### EXERCISE PROMPT
State how many lines of the material below contain the word "shown". Add nothing else.

### GIVEN RECORDS
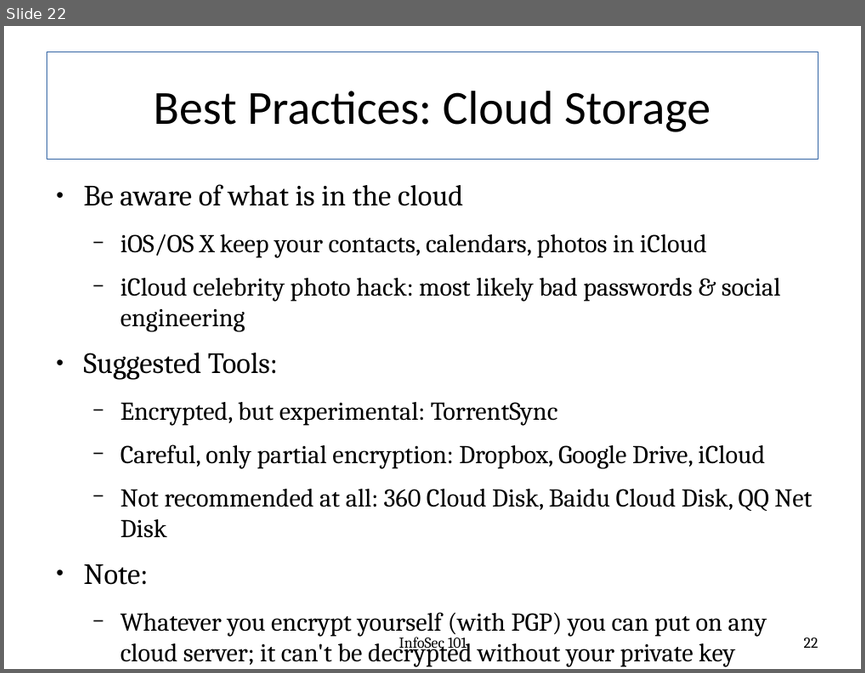
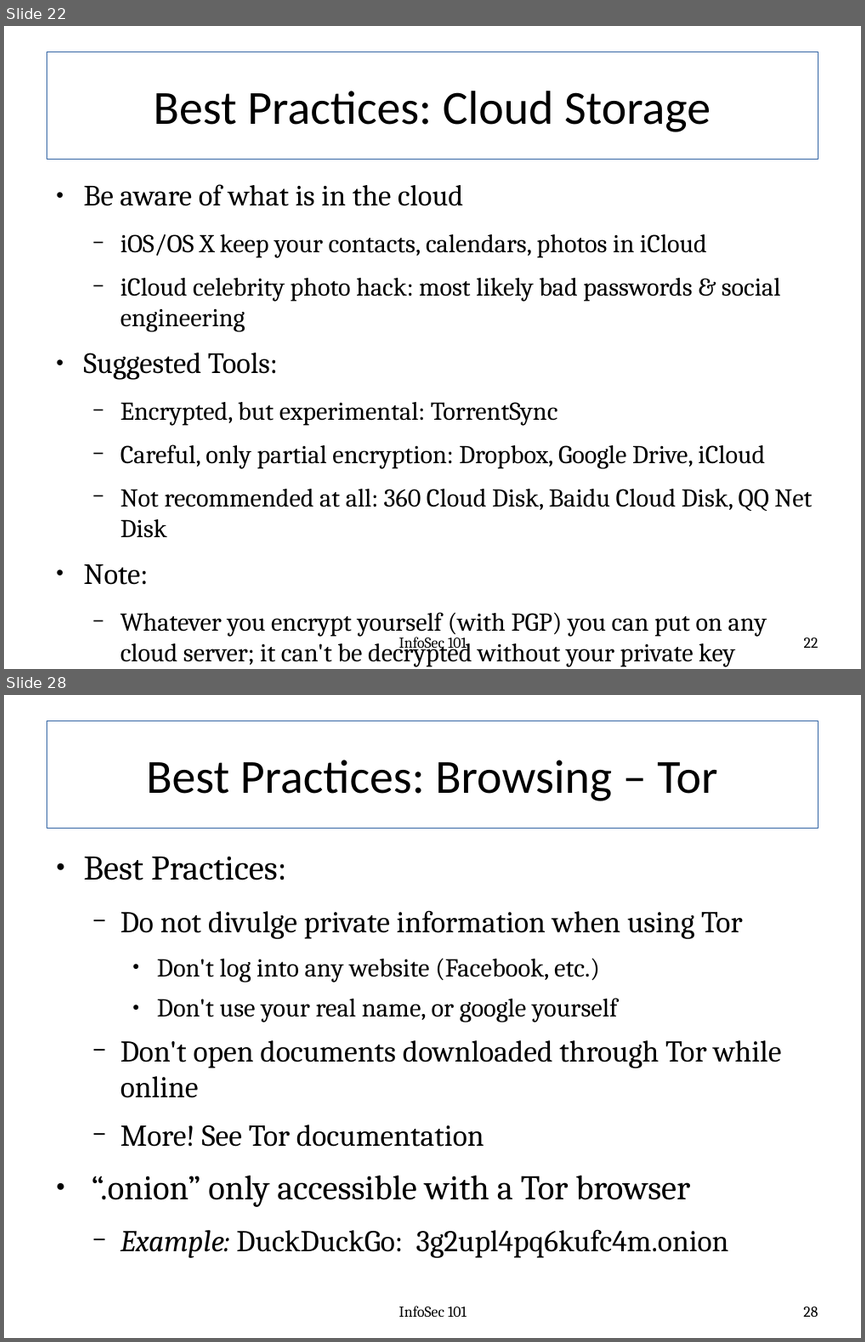
Before and after one commit to fabianlischka/InfoSec101, a slide deck: InfoSec101-Presentation-FCC-2015-02-26.odp. Shown one above the other, each under a label of ours: slide 22 before the commit, slides 22 and 28 after it; the slides between them are not shown. The pictures are 865x673 and 865x1342 pixels, drawn with LibreOffice and Linux fonts; fonts in the diff are those of the drawing. Boxes give left, top, right and bottom in pixels: in the first picture for what was removed or moved away, otherwise in the second. Text is boxed around its words. In the diff, an @@ line names an element or a change of style, - is before the commit and + after.

```diff
--- a/InfoSec101-Presentation-FCC-2015-02-26.odp
+++ b/InfoSec101-Presentation-FCC-2015-02-26.odp
@@ slide 28 added at (4,695,861,1338), background #FFFFFF @@
@@ title added at (46,721,818,828), outline #3465A4 0.79 pt, 44 pt, text #000000 @@
+Best Practices: Browsing – Tor
@@ text added at (84,857,781,1258), 28 pt, text #000000 @@
+● Best Practices:
+  − Do not divulge private information when using Tor
+    ● Don't log into any website (Facebook, etc.)
+    ● Don't use your real name, or google yourself
+  − Don't open documents downloaded through Tor while online
+  − More! See Tor documentation
+● “.onion” only accessible with a Tor browser
+  − Example: DuckDuckGo: 3g2upl4pq6kufc4m.onion
@@ text added at (399,1305,466,1316), 14 pt, text #000000 @@
+InfoSec 101
@@ page number added at (803,1306,817,1316), 14 pt, text #000000 @@
+28
```
Also in this commit, not shown: 8 slides changed, 24 other slides added.

### TASK RESPONSE
2